From the records below, print exactly the lines starting at the one containing "PLUG_LOW_HEIGHT = 4.0" and ending at the one containing "EYE_SHANK_TOP = 213.5", ends included, and nothing else.

(Beginning of Data for this exercise)

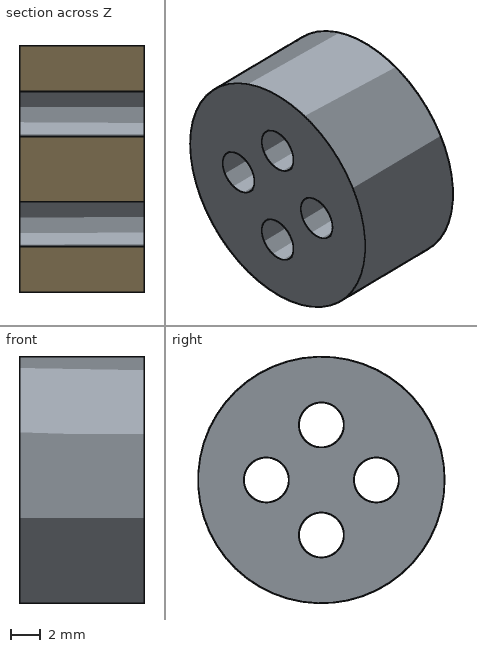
import cadquery as cq

disc_diameter = 16.6
disc_thickness = 8.4
hole_diameter = 3.0
hole_circle_diameter = 7.4
hole_count = 4

disc = cq.Workplane("YZ").circle(disc_diameter / 2).extrude(disc_thickness)

holes = (
    cq.Workplane("YZ")
    .polarArray(hole_circle_diameter / 2, 0, 360, hole_count)
    .circle(hole_diameter / 2)
    .extrude(disc_thickness)
)

result = disc.cut(holes)
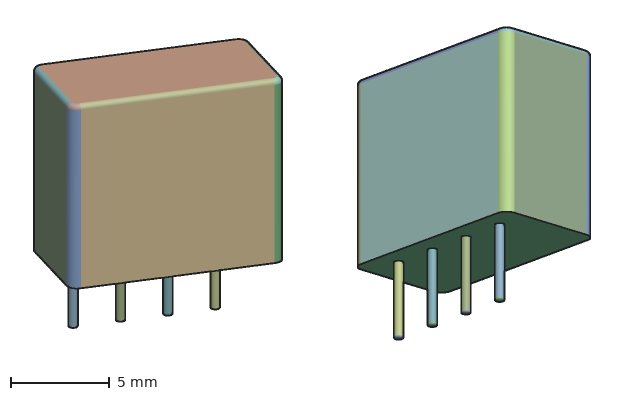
import cadquery as cq

HOUSING_WIDTH = 6.1
HOUSING_LENGTH = 11.53
HOUSING_HEIGHT = 10.0
CORNER_RADIUS = 0.58
TOP_EDGE_RADIUS = 0.28

PIN_COUNT = 4
PIN_PITCH = 2.54
PIN_DIAMETER = 0.5
PIN_LENGTH = 4.1
PIN_TIP_RADIUS = 0.1
PIN_SIDE_INSET = 1.25
PIN_END_INSET = 1.84

PIN_X = PIN_SIDE_INSET - HOUSING_WIDTH / 2
FIRST_PIN_Y = PIN_END_INSET - HOUSING_LENGTH / 2


def make_housing():
    """Solid block with rounded upright corners and a rounded top rim."""
    block = cq.Workplane("XY").box(
        HOUSING_WIDTH, HOUSING_LENGTH, HOUSING_HEIGHT, centered=(True, True, False)
    )
    return block.edges("|Z").fillet(CORNER_RADIUS).faces(">Z").edges().fillet(TOP_EDGE_RADIUS)


def make_pin(y):
    """Round pin hanging from the housing underside, with a rounded tip."""
    pin = cq.Workplane("XY").center(PIN_X, y).circle(PIN_DIAMETER / 2).extrude(-PIN_LENGTH)
    return pin.faces("<Z").edges().fillet(PIN_TIP_RADIUS)


housing = make_housing()
pins = [make_pin(FIRST_PIN_Y + index * PIN_PITCH) for index in range(PIN_COUNT)]

result = cq.Compound.makeCompound([housing.val(), *[pin.val() for pin in pins]])
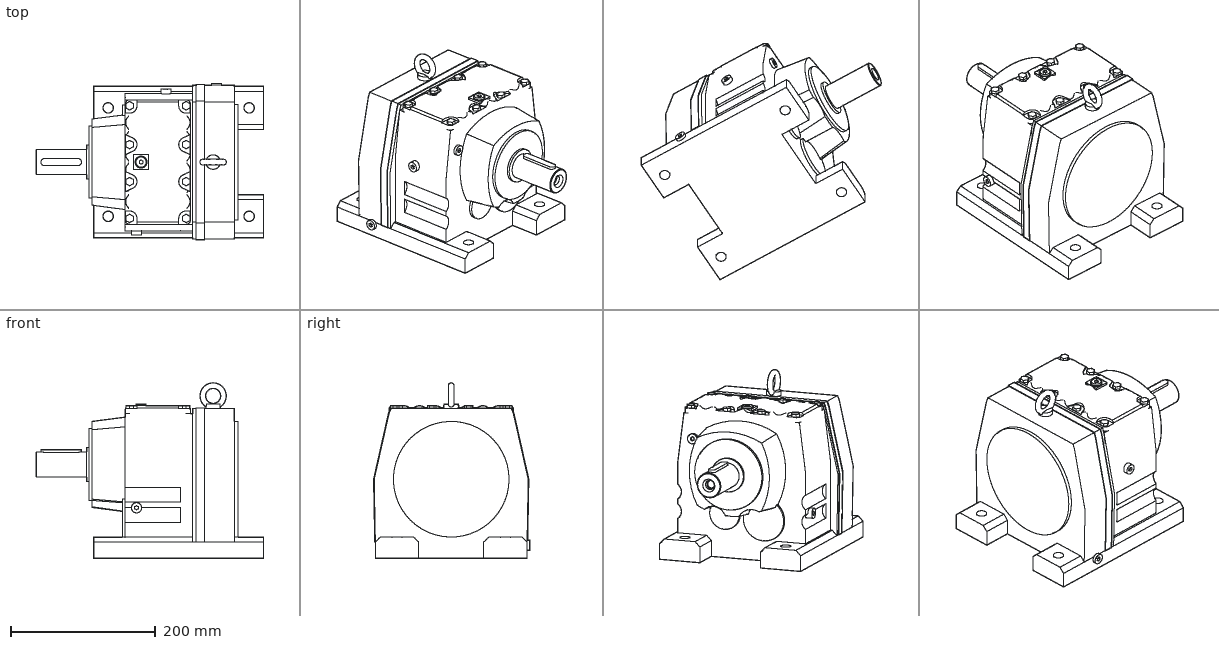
import math

import cadquery as cq


SHAFT_HEIGHT = 130.0
INPUT_HEIGHT = 109.5
FOOT_WIDTH = 210.0

FOOT_START = 10.0
FOOT_LENGTH = 235.0
FOOT_HEIGHT = 29.5
FOOT_PAD_WIDTH = 60.0
FOOT_CHAMFER = 7.0
FOOT_HOLE_DIAMETER = 14.0
FOOT_HOLE_FIRST = 30.0
FOOT_HOLE_PITCH_X = 195.0
FOOT_HOLE_PITCH_Y = 150.0

HOUSING_START = 53.5
COLLAR_START = 146.7
FLANGE_START = 151.6
FLANGE_END = 163.5
REAR_END = 204.5

HOUSING_HALF_WIDTH = 95.1
HOUSING_TOP = 200.3
TOP_HALF_WIDTH = 86.0
REAR_TOP = 207.4
REAR_TOP_HALF_WIDTH = 83.2
REAR_HALF_WIDTH = 106.5
REAR_FOOT_HALF_WIDTH = 104.5
FLANGE_PROUD = 1.0
INPUT_SPIGOT_RADIUS = 80.0
INPUT_SPIGOT_LENGTH = 5.2

GROOVE_RADIUS = 12.5
GROOVE_DEPTH = 5.4
GROOVE_LENGTH = 76.7
GROOVE_HEIGHTS = (88.0, 60.2)

SNOUT_START = 7.5
SNOUT_FRONT_CORNER = 48.0
SNOUT_FRONT_REACH = 59.6
SNOUT_REAR_CORNER = 52.0
SNOUT_REAR_REACH = 65.7
SPIGOT_START = 3.3
SPIGOT_RADIUS = 50.0
SEAL_RADIUS = 23.75

BEARING_COVERS = (
    (-34.1, 59.3, 30.0, 23.2),
    (23.9, 62.9, 22.0, 19.4),
)
BEARING_COVER_HEIGHT = 4.0

SHAFT_RADIUS = 17.5
SHAFT_LENGTH = 70.0
SHAFT_CHAMFER = 1.0
KEY_WIDTH = 10.0
KEY_HEIGHT = 8.0
KEY_LENGTH = 56.0
KEY_END_GAP = 7.0
KEY_TOP = 20.5
CENTRE_MOUTH_RADIUS = 9.0
CENTRE_NECK_RADIUS = 6.5
CENTRE_BORE_RADIUS = 5.1
CENTRE_NECK_DEPTH = 9.0
CENTRE_BORE_DEPTH = 30.0
CENTRE_CONE_HALF_ANGLE = 30.0
DRILL_POINT_HALF_ANGLE = 59.0

COVER_LENGTH = 90.4
COVER_TOP = 211.3
COVER_FILLET = 6.0
COVER_SIDE_CHAMFER = 3.0
RIB_PITCH = 21.84
RIB_DEPTH = 2.9
RIB_COUNT = 7
PAD_TOP = 207.4
PAD_RADIUS = 10.2
PAD_FLARE = 25.0
BOLT_INSET_X = 6.1
BOLT_HEAD_WIDTH = 10.3
CORNER_BOLT_ROWS = (77.9, -77.9)
MIDDLE_BOLT_ROWS = (24.2, -27.0)

PLUG_DIAMETER = 14.2
PLUG_HEIGHT = 6.0
PLUG_LOW_HEIGHT = 4.0
PLUG_ROOT = 12.0
PLUG_SOCKET = 5.0
PLUG_SOCKET_DEPTH = 3.0
DRAIN_X = 69.2
DRAIN_Z = 70.0
LEVEL_X = 109.9
REAR_PLUG_X = 180.0
REAR_PLUG_Z = 18.0
FRONT_PLUG_Y = 71.8
FRONT_PLUG_Z = 165.2
VENT_X = 75.5
VENT_PAD_SIZE = 21.0
VENT_RECESS_DIAMETER = 16.5
VENT_RECESS_DEPTH = 1.0
VENT_HEAD_HEIGHT = 2.0

EYE_X = 175.2
EYE_RING_RADIUS = 14.25
EYE_WIRE_RADIUS = 4.0
EYE_TOP = 243.0
EYE_SHANK_RADIUS = 10.0
EYE_SHANK_TOP = 213.5

UP = (0, 0, 1)


def across_corners(across_flats):
    """Corner-to-corner size of a hexagon."""
    return across_flats / math.cos(math.radians(30))


def box_between(x, y, z):
    """Box between the given (low, high) pairs."""
    size = [high - low for low, high in (x, y, z)]
    return cq.Workplane("XY").box(*size, centered=False).translate((x[0], y[0], z[0]))


def disc_x(x_start, x_end, radius, y=0.0, z=SHAFT_HEIGHT):
    """Cylinder along X."""
    plane = cq.Workplane("YZ", origin=(x_start, y, z))
    return plane.circle(radius).extrude(x_end - x_start)


def mirrored_section(x_start, x_end, half_outline):
    """Extrude along X an outline given by its +Y half, listed bottom to top."""
    other_half = [(-y, z) for y, z in reversed(half_outline)]
    plane = cq.Workplane("YZ", origin=(x_start, 0, 0))
    return plane.polyline(half_outline + other_half).close().extrude(x_end - x_start)


def make_feet():
    foot_end = FOOT_START + FOOT_LENGTH
    outer = FOOT_WIDTH / 2
    feet = cq.Workplane("XY")
    for outer_y in (-outer, outer):
        inner_y = outer_y - math.copysign(FOOT_PAD_WIDTH, outer_y)
        y_range = sorted((outer_y, inner_y))
        foot = box_between((FOOT_START, foot_end), y_range, (0, FOOT_HEIGHT))
        feet = feet.add(foot.edges("|X and >Z").chamfer(FOOT_CHAMFER))
    return feet.combine()


def make_foot_holes():
    centre_x = FOOT_HOLE_FIRST + FOOT_HOLE_PITCH_X / 2
    holes = cq.Workplane("XY", origin=(centre_x, 0, 0))
    holes = holes.rarray(FOOT_HOLE_PITCH_X, FOOT_HOLE_PITCH_Y, 2, 2)
    return holes.circle(FOOT_HOLE_DIAMETER / 2).extrude(FOOT_HEIGHT)


def make_front_housing():
    outline = [
        (HOUSING_HALF_WIDTH, 0),
        (HOUSING_HALF_WIDTH, SHAFT_HEIGHT),
        (TOP_HALF_WIDTH, HOUSING_TOP),
    ]
    housing = mirrored_section(HOUSING_START, COLLAR_START, outline)
    groove_end = HOUSING_START + GROOVE_LENGTH
    groove_axis = HOUSING_HALF_WIDTH - GROOVE_DEPTH + GROOVE_RADIUS
    for z in GROOVE_HEIGHTS:
        for y in (-groove_axis, groove_axis):
            housing = housing.cut(disc_x(HOUSING_START, groove_end, GROOVE_RADIUS, y, z))
    return housing


def make_rear_section(x_start, x_end, proud=0.0):
    outline = [
        (REAR_FOOT_HALF_WIDTH + proud, 0),
        (REAR_HALF_WIDTH + proud, INPUT_HEIGHT),
        (TOP_HALF_WIDTH + proud, HOUSING_TOP),
        (REAR_TOP_HALF_WIDTH + proud, REAR_TOP + proud),
    ]
    return mirrored_section(x_start, x_end, outline)


def make_rear_housing():
    housing = make_rear_section(COLLAR_START, REAR_END)
    flange = make_rear_section(FLANGE_START, FLANGE_END, FLANGE_PROUD)
    above_feet = box_between(
        (FLANGE_START, FLANGE_END),
        (-FOOT_WIDTH, FOOT_WIDTH),
        (FOOT_HEIGHT - FOOT_CHAMFER, EYE_TOP),
    )
    spigot = disc_x(REAR_END, REAR_END + INPUT_SPIGOT_LENGTH, INPUT_SPIGOT_RADIUS, z=INPUT_HEIGHT)
    return housing.union(flange.intersect(above_feet)).union(spigot)


def bulged_square(workplane, corner, reach):
    """Square with its sides bowed outward to the given reach."""
    return (
        workplane.moveTo(-corner, -corner)
        .threePointArc((0, -reach), (corner, -corner))
        .threePointArc((reach, 0), (corner, corner))
        .threePointArc((0, reach), (-corner, corner))
        .threePointArc((-reach, 0), (-corner, -corner))
        .close()
    )


def make_snout():
    plane = cq.Workplane("YZ", origin=(SNOUT_START, 0, SHAFT_HEIGHT))
    front = bulged_square(plane, SNOUT_FRONT_CORNER, SNOUT_FRONT_REACH)
    rear_plane = front.workplane(offset=HOUSING_START - SNOUT_START)
    snout = bulged_square(rear_plane, SNOUT_REAR_CORNER, SNOUT_REAR_REACH).loft(ruled=True)
    snout = snout.union(disc_x(SPIGOT_START, SNOUT_START, SPIGOT_RADIUS))
    cover_face = HOUSING_START - BEARING_COVER_HEIGHT
    for y, z, cover_radius, clearance_radius in BEARING_COVERS:
        snout = snout.cut(disc_x(SNOUT_START, cover_face, clearance_radius, y, z))
        snout = snout.union(disc_x(cover_face, HOUSING_START, cover_radius, y, z))
    return snout.union(disc_x(0, SPIGOT_START, SEAL_RADIUS))


def make_shaft():
    shaft = disc_x(-SHAFT_LENGTH, SPIGOT_START, SHAFT_RADIUS)
    shaft = shaft.faces("<X").chamfer(SHAFT_CHAMFER)
    key_centre = -KEY_END_GAP - KEY_LENGTH / 2
    key_plane = cq.Workplane("XY", origin=(key_centre, 0, SHAFT_HEIGHT + KEY_TOP))
    shaft = shaft.union(key_plane.slot2D(KEY_LENGTH, KEY_WIDTH).extrude(-KEY_HEIGHT))

    cone_drop = CENTRE_MOUTH_RADIUS - CENTRE_NECK_RADIUS
    cone_depth = cone_drop / math.tan(math.radians(CENTRE_CONE_HALF_ANGLE))
    point_depth = CENTRE_BORE_RADIUS / math.tan(math.radians(DRILL_POINT_HALF_ANGLE))
    half_section = [
        (0, 0),
        (0, CENTRE_MOUTH_RADIUS),
        (cone_depth, CENTRE_NECK_RADIUS),
        (CENTRE_NECK_DEPTH, CENTRE_NECK_RADIUS),
        (CENTRE_NECK_DEPTH, CENTRE_BORE_RADIUS),
        (CENTRE_BORE_DEPTH, CENTRE_BORE_RADIUS),
        (CENTRE_BORE_DEPTH + point_depth, 0),
    ]
    hole_plane = cq.Workplane("XY", origin=(-SHAFT_LENGTH, 0, SHAFT_HEIGHT))
    centre_hole = hole_plane.polyline(half_section).close().revolve(360, (0, 0, 0), (1, 0, 0))
    return shaft.cut(centre_hole)


def make_ribbed_trim():
    """Space above the wavy cover top: tangent arcs that meet at mid height."""
    quarter = RIB_PITCH / 4
    crest = COVER_TOP
    middle = COVER_TOP - RIB_DEPTH / 2
    valley = COVER_TOP - RIB_DEPTH
    radius = (quarter**2 + (RIB_DEPTH / 2) ** 2) / RIB_DEPTH
    shoulder = crest - radius + math.sqrt(radius**2 - (quarter / 2) ** 2)
    first_crest = -(RIB_COUNT - 1) / 2 * RIB_PITCH
    trim = cq.Workplane("YZ", origin=(HOUSING_START, 0, 0)).moveTo(first_crest, crest)
    for index in range(RIB_COUNT - 1):
        y = first_crest + index * RIB_PITCH
        trim = trim.threePointArc((y + 0.5 * quarter, shoulder), (y + quarter, middle))
        trim = trim.threePointArc((y + 2 * quarter, valley), (y + 3 * quarter, middle))
        trim = trim.threePointArc((y + 3.5 * quarter, shoulder), (y + 4 * quarter, crest))
    return trim.close().extrude(COVER_LENGTH)


def make_bolt_pad(x, y, to_edge):
    """Cutter for a bolt pad; to_edge is the X direction from bolt to cover end."""
    depth = COVER_TOP - PAD_TOP
    plane = cq.Workplane("XY", origin=(x, y, PAD_TOP))
    pad = plane.circle(PAD_RADIUS).extrude(depth)
    edge_x = to_edge * BOLT_INSET_X
    if y in CORNER_BOLT_ROWS:
        side_y = math.copysign(TOP_HALF_WIDTH, y) - y
        inner_y = -math.copysign(PAD_RADIUS, y)
        inner_x = -to_edge * PAD_RADIUS
        outline = [
            (edge_x, side_y),
            (inner_x, side_y),
            (inner_x, 0),
            (0, 0),
            (0, inner_y),
            (edge_x, inner_y),
        ]
    else:
        angle = math.radians(PAD_FLARE)
        tangent_x = -to_edge * PAD_RADIUS * math.sin(angle)
        tangent_y = PAD_RADIUS * math.cos(angle)
        edge_y = tangent_y + abs(edge_x - tangent_x) * math.tan(angle)
        outline = [
            (edge_x, edge_y),
            (tangent_x, tangent_y),
            (tangent_x, -tangent_y),
            (edge_x, -edge_y),
        ]
    return pad.union(plane.polyline(outline).close().extrude(depth))


def make_cover_shell():
    """Cover with chamfered long edges, rounded corners and rounded ends."""
    cover_end = HOUSING_START + COVER_LENGTH
    y_range = (-TOP_HALF_WIDTH, TOP_HALF_WIDTH)
    block = box_between((HOUSING_START, cover_end), y_range, (HOUSING_TOP, COVER_TOP))
    rounded_corners = block.edges("|Z").fillet(COVER_FILLET)
    rounded_ends = block.edges("|Y and >Z").fillet(COVER_FILLET)
    chamfered = block.edges("|X and >Z").chamfer(COVER_SIDE_CHAMFER)
    return chamfered.intersect(rounded_corners).intersect(rounded_ends)


def make_cover():
    cover = make_cover_shell().cut(make_ribbed_trim())
    half_pad = VENT_PAD_SIZE / 2
    vent_pad = box_between(
        (VENT_X - half_pad, VENT_X + half_pad), (-half_pad, half_pad), (HOUSING_TOP, COVER_TOP)
    )
    cover = cover.union(vent_pad)

    first_bolt = HOUSING_START + BOLT_INSET_X
    last_bolt = HOUSING_START + COVER_LENGTH - BOLT_INSET_X
    for x, to_edge in ((first_bolt, -1), (last_bolt, 1)):
        for y in CORNER_BOLT_ROWS + MIDDLE_BOLT_ROWS:
            cover = cover.cut(make_bolt_pad(x, y, to_edge))
            plane = cq.Plane(origin=(x, y, HOUSING_TOP), xDir=(0, 1, 0), normal=(0, 0, 1))
            head = cq.Workplane(plane).polygon(6, across_corners(BOLT_HEAD_WIDTH))
            cover = cover.union(head.extrude(COVER_TOP - HOUSING_TOP))
    return cover


def add_plug(body, face_centre, outward):
    """Add a socket-head plug whose outer face is at face_centre."""
    socket_corner = (0, 1, 0) if outward == UP else UP
    plane = cq.Plane(origin=face_centre, xDir=socket_corner, normal=outward)
    head = cq.Workplane(plane).circle(PLUG_DIAMETER / 2).extrude(-PLUG_ROOT)
    socket = cq.Workplane(plane).polygon(6, across_corners(PLUG_SOCKET)).extrude(-PLUG_SOCKET_DEPTH)
    return body.union(head).cut(socket)


def add_plugs(body):
    side_face = HOUSING_HALF_WIDTH + PLUG_HEIGHT
    low_face = FOOT_WIDTH / 2 + PLUG_LOW_HEIGHT
    front_face = HOUSING_START - PLUG_LOW_HEIGHT
    body = add_plug(body, (DRAIN_X, -side_face, DRAIN_Z), (0, -1, 0))
    body = add_plug(body, (LEVEL_X, side_face, SHAFT_HEIGHT), (0, 1, 0))
    body = add_plug(body, (REAR_PLUG_X, low_face, REAR_PLUG_Z), (0, 1, 0))
    body = add_plug(body, (front_face, FRONT_PLUG_Y, FRONT_PLUG_Z), (-1, 0, 0))

    vent_plane = cq.Workplane("XY", origin=(VENT_X, 0, COVER_TOP))
    body = body.cut(vent_plane.circle(VENT_RECESS_DIAMETER / 2).extrude(-VENT_RECESS_DEPTH))
    return add_plug(body, (VENT_X, 0, COVER_TOP + VENT_HEAD_HEIGHT), UP)


def make_eye_bolt():
    ring_z = EYE_TOP - EYE_RING_RADIUS - EYE_WIRE_RADIUS
    wire = cq.Workplane("XY", origin=(EYE_X + EYE_RING_RADIUS, 0, ring_z)).circle(EYE_WIRE_RADIUS)
    ring = wire.revolve(360, (-EYE_RING_RADIUS, 0, 0), (-EYE_RING_RADIUS, 1, 0))
    shank = cq.Workplane("XY", origin=(EYE_X, 0, REAR_TOP)).circle(EYE_SHANK_RADIUS)
    return shank.extrude(EYE_SHANK_TOP - REAR_TOP).union(ring)


body = make_feet().union(make_front_housing()).union(make_rear_housing())
body = body.cut(make_foot_holes())
body = body.union(make_snout()).union(make_shaft())
body = body.union(make_cover()).union(make_eye_bolt())
result = add_plugs(body)

(End of Data for this exercise)

Task output:
PLUG_LOW_HEIGHT = 4.0
PLUG_ROOT = 12.0
PLUG_SOCKET = 5.0
PLUG_SOCKET_DEPTH = 3.0
DRAIN_X = 69.2
DRAIN_Z = 70.0
LEVEL_X = 109.9
REAR_PLUG_X = 180.0
REAR_PLUG_Z = 18.0
FRONT_PLUG_Y = 71.8
FRONT_PLUG_Z = 165.2
VENT_X = 75.5
VENT_PAD_SIZE = 21.0
VENT_RECESS_DIAMETER = 16.5
VENT_RECESS_DEPTH = 1.0
VENT_HEAD_HEIGHT = 2.0

EYE_X = 175.2
EYE_RING_RADIUS = 14.25
EYE_WIRE_RADIUS = 4.0
EYE_TOP = 243.0
EYE_SHANK_RADIUS = 10.0
EYE_SHANK_TOP = 213.5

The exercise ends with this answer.